## [Exercise]
Please write out every line of the listing without alteration, but omit the images.

---- Supplied material

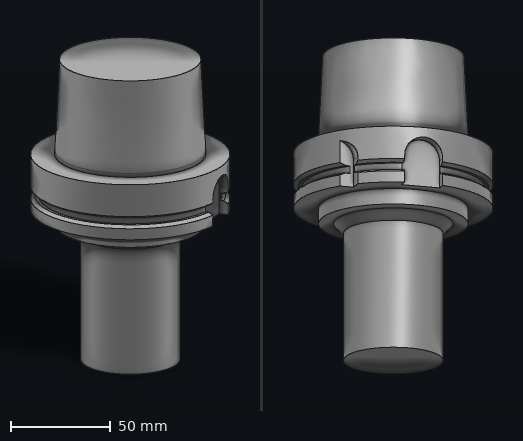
import cadquery as cq

taper_height = 50.0
neck_height = 2.0
flange_bottom = -29.0
collar_bottom = -37.0
cone_bottom = -42.0
shank_bottom = -108.0

neck_diameter = 75.8
taper_ratio = 0.1
taper_top_diameter = neck_diameter - taper_ratio * (taper_height - neck_height)
flange_diameter = 100.0
collar_diameter = 75.0
shank_diameter = 50.0
cone_top_diameter = shank_diameter + 2 * (collar_bottom - cone_bottom)

groove_center = -20.0
groove_mouth_width = 6.4
groove_shoulder_width = 3.75
groove_shoulder_diameter = 95.4
groove_floor_diameter = 92.0

slot_width = 20.0
slot_top = -5.0
drive_slot_floor = 44.0
side_slot_floor = 31.9
side_slot_offset = 41.4


def turned_body():
    """Taper, flange, collar, cone and shank revolved about Z."""
    profile = [
        (0, taper_height),
        (taper_top_diameter / 2, taper_height),
        (neck_diameter / 2, neck_height),
        (neck_diameter / 2, 0),
        (flange_diameter / 2, 0),
        (flange_diameter / 2, flange_bottom),
        (collar_diameter / 2, flange_bottom),
        (collar_diameter / 2, collar_bottom),
        (cone_top_diameter / 2, collar_bottom),
        (shank_diameter / 2, cone_bottom),
        (shank_diameter / 2, shank_bottom),
        (0, shank_bottom),
    ]
    return cq.Workplane("XZ").polyline(profile).close().revolve(360, (0, 0, 0), (0, 1, 0))


def gripper_groove():
    """Ring with bevelled shoulders and a cylindrical floor."""
    profile = [
        (flange_diameter / 2, groove_center + groove_mouth_width / 2),
        (groove_shoulder_diameter / 2, groove_center + groove_shoulder_width / 2),
        (groove_floor_diameter / 2, groove_center + groove_shoulder_width / 2),
        (groove_floor_diameter / 2, groove_center - groove_shoulder_width / 2),
        (groove_shoulder_diameter / 2, groove_center - groove_shoulder_width / 2),
        (flange_diameter / 2, groove_center - groove_mouth_width / 2),
    ]
    return cq.Workplane("XZ").polyline(profile).close().revolve(360, (0, 0, 0), (0, 1, 0))


def slot_cutter(floor_distance, offset):
    """Slot on the -X side, from its flat floor out to the flange rim."""
    radius = slot_width / 2
    arc_height = slot_top - radius
    return (
        cq.Workplane("YZ", origin=(-floor_distance, offset, 0))
        .moveTo(-radius, flange_bottom)
        .lineTo(-radius, arc_height)
        .threePointArc((0, slot_top), (radius, arc_height))
        .lineTo(radius, flange_bottom)
        .close()
        .extrude(floor_distance - flange_diameter / 2)
    )


drive_slot = slot_cutter(drive_slot_floor, 0)
opposite_slot = drive_slot.rotate((0, 0, 0), (0, 0, 1), 180)
side_slot = slot_cutter(side_slot_floor, side_slot_offset)

result = turned_body().cut(gripper_groove())
for slot in (drive_slot, opposite_slot, side_slot):
    result = result.cut(slot)

--------

## [Task output]
import cadquery as cq

taper_height = 50.0
neck_height = 2.0
flange_bottom = -29.0
collar_bottom = -37.0
cone_bottom = -42.0
shank_bottom = -108.0

neck_diameter = 75.8
taper_ratio = 0.1
taper_top_diameter = neck_diameter - taper_ratio * (taper_height - neck_height)
flange_diameter = 100.0
collar_diameter = 75.0
shank_diameter = 50.0
cone_top_diameter = shank_diameter + 2 * (collar_bottom - cone_bottom)

groove_center = -20.0
groove_mouth_width = 6.4
groove_shoulder_width = 3.75
groove_shoulder_diameter = 95.4
groove_floor_diameter = 92.0

slot_width = 20.0
slot_top = -5.0
drive_slot_floor = 44.0
side_slot_floor = 31.9
side_slot_offset = 41.4


def turned_body():
    """Taper, flange, collar, cone and shank revolved about Z."""
    profile = [
        (0, taper_height),
        (taper_top_diameter / 2, taper_height),
        (neck_diameter / 2, neck_height),
        (neck_diameter / 2, 0),
        (flange_diameter / 2, 0),
        (flange_diameter / 2, flange_bottom),
        (collar_diameter / 2, flange_bottom),
        (collar_diameter / 2, collar_bottom),
        (cone_top_diameter / 2, collar_bottom),
        (shank_diameter / 2, cone_bottom),
        (shank_diameter / 2, shank_bottom),
        (0, shank_bottom),
    ]
    return cq.Workplane("XZ").polyline(profile).close().revolve(360, (0, 0, 0), (0, 1, 0))


def gripper_groove():
    """Ring with bevelled shoulders and a cylindrical floor."""
    profile = [
        (flange_diameter / 2, groove_center + groove_mouth_width / 2),
        (groove_shoulder_diameter / 2, groove_center + groove_shoulder_width / 2),
        (groove_floor_diameter / 2, groove_center + groove_shoulder_width / 2),
        (groove_floor_diameter / 2, groove_center - groove_shoulder_width / 2),
        (groove_shoulder_diameter / 2, groove_center - groove_shoulder_width / 2),
        (flange_diameter / 2, groove_center - groove_mouth_width / 2),
    ]
    return cq.Workplane("XZ").polyline(profile).close().revolve(360, (0, 0, 0), (0, 1, 0))


def slot_cutter(floor_distance, offset):
    """Slot on the -X side, from its flat floor out to the flange rim."""
    radius = slot_width / 2
    arc_height = slot_top - radius
    return (
        cq.Workplane("YZ", origin=(-floor_distance, offset, 0))
        .moveTo(-radius, flange_bottom)
        .lineTo(-radius, arc_height)
        .threePointArc((0, slot_top), (radius, arc_height))
        .lineTo(radius, flange_bottom)
        .close()
        .extrude(floor_distance - flange_diameter / 2)
    )


drive_slot = slot_cutter(drive_slot_floor, 0)
opposite_slot = drive_slot.rotate((0, 0, 0), (0, 0, 1), 180)
side_slot = slot_cutter(side_slot_floor, side_slot_offset)

result = turned_body().cut(gripper_groove())
for slot in (drive_slot, opposite_slot, side_slot):
    result = result.cut(slot)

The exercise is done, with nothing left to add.